*Data section*
=== Section Start ===
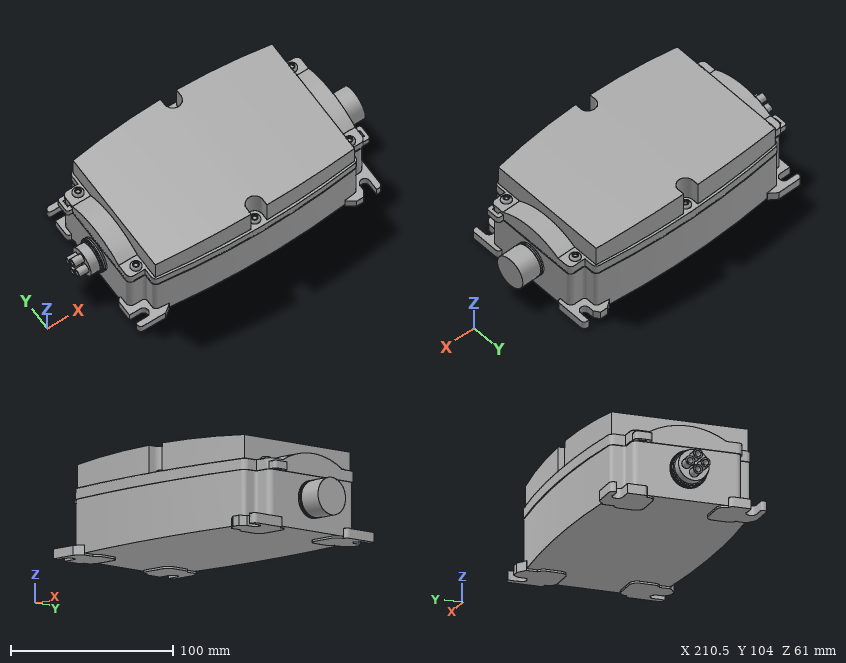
import cadquery as cq
import math

width = 104.0
height = 61.0

body_bottom = 1.3
foot_top = 6.3
rim_bottom = 36.0
tab_top = 40.8
rim_top = 43.0
arch_top = 49.9
cover_end_top = 58.0
connector_z = 21.0

rim_half_length = 76.2
rim_corner_y = 46.5
rim_mid_y = 51.8
ear_half_length = 88.2
ear_half_width = 36.8
corner_radius = 3.8
body_inset = 0.6
body_corner_y = 46.3
body_corner_radius = 2.7
body_inner_radius = 2.3
body_end = ear_half_length - body_inset

cover_half_length = 74.3
cover_corner_y = 45.2
cover_mid_y = 49.9
notch_half_width = 5.9
arch_half_width = 25.5

corner_screw_x = 79.5
corner_screw_y = 31.8
mid_screw_y = 45.0
screw_radius = 3.8
screw_flat_radius = 2.0
screw_height = 1.9
socket_width = 3.4
socket_depth = 1.3
dome_bulge = 0.25

foot_half_length = 90.5
foot_half_width = width / 2
foot_inner_y = 27.0
foot_bevel_x = 71.1
foot_bevel_depth = 4.2
foot_inner_x = 65.5
foot_radius = 2.7
slot_width = 6.7
end_slot_x = 82.3
side_slot_x = 82.7
slot_y = 44.2
side_slot_bevel_width = 2.7
side_slot_bevel_depth = 4.0
prong_tip_radius = 1.3
pad_inner_x = 62.5
pad_inner_y = 21.0
pad_radius = 5.3

tab_half_length = 92.4
tab_y = 30.5
tab_width = 11.2
tab_radius = 1.9
tab_hole_end = 89.8
tab_hole_width = 4.8

connector_radius = 11.8
pin_connector_end = 105.5
socket_connector_end = 105.0
neck_radius = 10.0
neck_end = 98.3
lip_radius = 11.0
lip_end = 91.5
collar_end = 90.7
pin_count = 4
pin_offset = 5.0
pin_radius = 3.0
pin_bore_radius = 1.9
centre_hole_radius = 0.6
centre_hole_depth = 1.0
groove_start = 88.5
groove_width = 1.3
groove_depth = 0.32


def bowed_outline(half_length, corner_y, mid_y):
    """Rectangle in plan whose two long sides bow outwards."""
    return (
        cq.Workplane("XY")
        .moveTo(-half_length, -corner_y)
        .threePointArc((0, -mid_y), (half_length, -corner_y))
        .lineTo(half_length, corner_y)
        .threePointArc((0, mid_y), (-half_length, corner_y))
        .close()
    )


def box_layer(bottom, top, inset, corner_y, middle_radius):
    """Slab with the bowed middle and the narrower ears at both ends."""
    depth = top - bottom
    middle = bowed_outline(rim_half_length - inset, corner_y, rim_mid_y - inset)
    middle = middle.extrude(depth).edges("|Z").fillet(middle_radius)
    ears = cq.Workplane("XY").rect(2 * (ear_half_length - inset), 2 * (ear_half_width - inset))
    ears = ears.extrude(depth).edges("|Z").fillet(corner_radius)
    return middle.union(ears).translate((0, 0, bottom))


def make_body():
    """Lower box, set in from the rim, with rounded corners where the ears meet the middle."""
    body = box_layer(body_bottom, rim_bottom, body_inset, body_corner_y, body_corner_radius)
    reach_x = rim_half_length
    reach_y = ear_half_width
    inner_corners = cq.selectors.BoxSelector((-reach_x, -reach_y, 0), (reach_x, reach_y, height))
    return body.edges("|Z").edges(inner_corners).fillet(body_inner_radius)


def make_rim():
    """Rim of the lid, overhanging the body all round."""
    return box_layer(rim_bottom, rim_top, 0, rim_corner_y, corner_radius)


def make_cover():
    """Raised cover with bowed sides, a crowned top and a screw notch in each long side."""
    cover = bowed_outline(cover_half_length, cover_corner_y, cover_mid_y)
    cover = cover.extrude(height - rim_top).translate((0, 0, rim_top))
    crown = (
        cq.Workplane("XZ")
        .moveTo(-cover_half_length, 0)
        .lineTo(-cover_half_length, cover_end_top)
        .threePointArc((0, height), (cover_half_length, cover_end_top))
        .lineTo(cover_half_length, 0)
        .close()
        .extrude(cover_mid_y, both=True)
    )
    cover = cover.intersect(crown)
    for side in (-1, 1):
        notch = (
            cq.Workplane("XY", origin=(0, side * mid_screw_y, rim_top))
            .circle(notch_half_width)
            .extrude(height)
        )
        notch_mouth = (
            cq.Workplane("XY", origin=(0, side * (mid_screw_y + notch_half_width), rim_top))
            .rect(2 * notch_half_width, 2 * notch_half_width)
            .extrude(height)
        )
        cover = cover.cut(notch).cut(notch_mouth)
    return cover


def make_arches():
    """Low arched hump across both ears."""
    return (
        cq.Workplane("YZ")
        .moveTo(-arch_half_width, rim_top)
        .threePointArc((0, arch_top), (arch_half_width, rim_top))
        .close()
        .extrude(ear_half_length, both=True)
    )


def make_screw_head():
    """Domed screw head with a flat top and a hexagonal socket, base at the origin."""
    mid_radius = (screw_radius + screw_flat_radius) / 2 + dome_bulge
    head = (
        cq.Workplane("XZ")
        .lineTo(screw_radius, 0)
        .threePointArc((mid_radius, screw_height / 2 + dome_bulge), (screw_flat_radius, screw_height))
        .lineTo(0, screw_height)
        .close()
        .revolve(360, (0, 0), (0, 1))
    )
    return head.faces(">Z").workplane().polygon(6, socket_width).cutBlind(-socket_depth)


def place_screws(part):
    """Four screws on the ears and one in each cover notch."""
    places = [(0, -mid_screw_y), (0, mid_screw_y)]
    for x in (-corner_screw_x, corner_screw_x):
        places += [(x, -corner_screw_y), (x, corner_screw_y)]
    head = make_screw_head()
    for x, y in places:
        part = part.union(head.translate((x, y, rim_top)))
    return part


def make_foot():
    """Foot plate in the +X +Y corner before slotting, on a thin pad reaching under the box."""
    plate = (
        cq.Workplane("XY")
        .moveTo(foot_inner_x, foot_inner_y)
        .lineTo(foot_half_length, foot_inner_y)
        .lineTo(foot_half_length, foot_half_width)
        .lineTo(foot_bevel_x, foot_half_width)
        .lineTo(foot_inner_x, foot_half_width - foot_bevel_depth)
        .close()
        .extrude(foot_top)
        .edges("|Z and >X")
        .fillet(foot_radius)
    )
    pad_width = slot_y - slot_width / 2 - pad_inner_y
    pad = (
        cq.Workplane("XY")
        .center((pad_inner_x + body_end) / 2, pad_inner_y + pad_width / 2)
        .rect(body_end - pad_inner_x, pad_width)
        .extrude(body_bottom)
        .edges("|Z")
        .fillet(pad_radius)
    )
    return plate.union(pad)


def make_end_slot():
    """Slot open towards +X."""
    reach = foot_half_length - end_slot_x
    slot = cq.Workplane("XY").center(end_slot_x, slot_y).circle(slot_width / 2).extrude(foot_top)
    mouth = (
        cq.Workplane("XY")
        .center(end_slot_x + reach / 2, slot_y)
        .rect(reach, slot_width)
        .extrude(foot_top)
    )
    return slot.union(mouth)


def make_side_slot():
    """Slot open towards +Y, with its inner prong bevelled."""
    left = side_slot_x - slot_width / 2
    right = side_slot_x + slot_width / 2
    slot = cq.Workplane("XY").center(side_slot_x, slot_y).circle(slot_width / 2).extrude(foot_top)
    mouth = (
        cq.Workplane("XY")
        .moveTo(left, slot_y)
        .lineTo(right, slot_y)
        .lineTo(right, foot_half_width)
        .lineTo(left - side_slot_bevel_width, foot_half_width)
        .lineTo(left, foot_half_width - side_slot_bevel_depth)
        .close()
        .extrude(foot_top)
    )
    return slot.union(mouth)


def make_feet():
    """Slots run along Y at the +X end and along X at the -X end."""
    side_slotted = make_foot().cut(make_side_slot())
    end_slotted = make_foot().cut(make_end_slot())
    tip_y = slot_y + slot_width / 2
    prong_tip = cq.selectors.BoxSelector(
        (foot_half_length - prong_tip_radius, tip_y - prong_tip_radius, 0),
        (foot_half_length + prong_tip_radius, tip_y + prong_tip_radius, foot_top),
    )
    end_slotted = end_slotted.edges("|Z").edges(prong_tip).fillet(prong_tip_radius).mirror("YZ")
    feet = side_slotted.union(end_slotted)
    return feet.union(feet.mirror("XZ"))


def make_tab():
    """Lug on the +X end with a slot beside the end wall."""
    hole_length = tab_hole_end - ear_half_length
    tab = (
        cq.Workplane("XY", origin=(0, -tab_y, rim_bottom))
        .moveTo((tab_half_length + rim_half_length) / 2, 0)
        .rect(tab_half_length - rim_half_length, tab_width)
        .extrude(tab_top - rim_bottom)
        .edges("|Z and >X")
        .fillet(tab_radius)
    )
    hole = (
        cq.Workplane("XY", origin=(ear_half_length + hole_length / 2, -tab_y, rim_bottom))
        .rect(hole_length, tab_hole_width)
        .extrude(tab_top - rim_bottom)
    )
    return tab.cut(hole)


def x_cylinder(radius, start, end, y=0.0, z=connector_z):
    """Cylinder along X between two places."""
    return cq.Workplane("YZ", origin=(start, y, z)).circle(radius).extrude(end - start)


def cut_groove(connector):
    """Shallow ring turned into a connector that points along +X."""
    groove_end = groove_start + groove_width
    ring = x_cylinder(connector_radius, groove_start, groove_end)
    core = x_cylinder(connector_radius - groove_depth, groove_start, groove_end)
    return connector.cut(ring.cut(core))


def make_socket_connector():
    """Plain cylindrical connector, grooved next to the end wall."""
    barrel = x_cylinder(connector_radius, rim_half_length, socket_connector_end)
    return cut_groove(barrel)


def make_pin_connector():
    """Stepped connector carrying a ring of hollow pins, built pointing along +X."""
    collar = x_cylinder(connector_radius, rim_half_length, collar_end)
    connector = cut_groove(collar)
    connector = connector.union(x_cylinder(lip_radius, collar_end, lip_end))
    connector = connector.union(x_cylinder(neck_radius, lip_end, neck_end))
    centre_hole = x_cylinder(centre_hole_radius, neck_end - centre_hole_depth, neck_end)
    connector = connector.cut(centre_hole)
    for index in range(pin_count):
        angle = 2 * math.pi * index / pin_count
        y = pin_offset * math.cos(angle)
        z = connector_z + pin_offset * math.sin(angle)
        pin = x_cylinder(pin_radius, neck_end, pin_connector_end, y, z)
        bore = x_cylinder(pin_bore_radius, neck_end, pin_connector_end, y, z)
        connector = connector.union(pin.cut(bore))
    return connector.mirror("YZ")


result = make_body().union(make_rim())
result = result.union(make_arches()).union(make_cover())
tab = make_tab()
result = result.union(tab).union(tab.rotate((0, 0, 0), (0, 0, 1), 180))
result = result.union(make_feet())
result = result.union(make_socket_connector()).union(make_pin_connector())
result = place_screws(result)
=== Section End ===
*What this task involves*
Show the lines where the word "right" appears in the entries.

*Response*
    right = side_slot_x + slot_width / 2
        .lineTo(right, slot_y)
        .lineTo(right, foot_half_width)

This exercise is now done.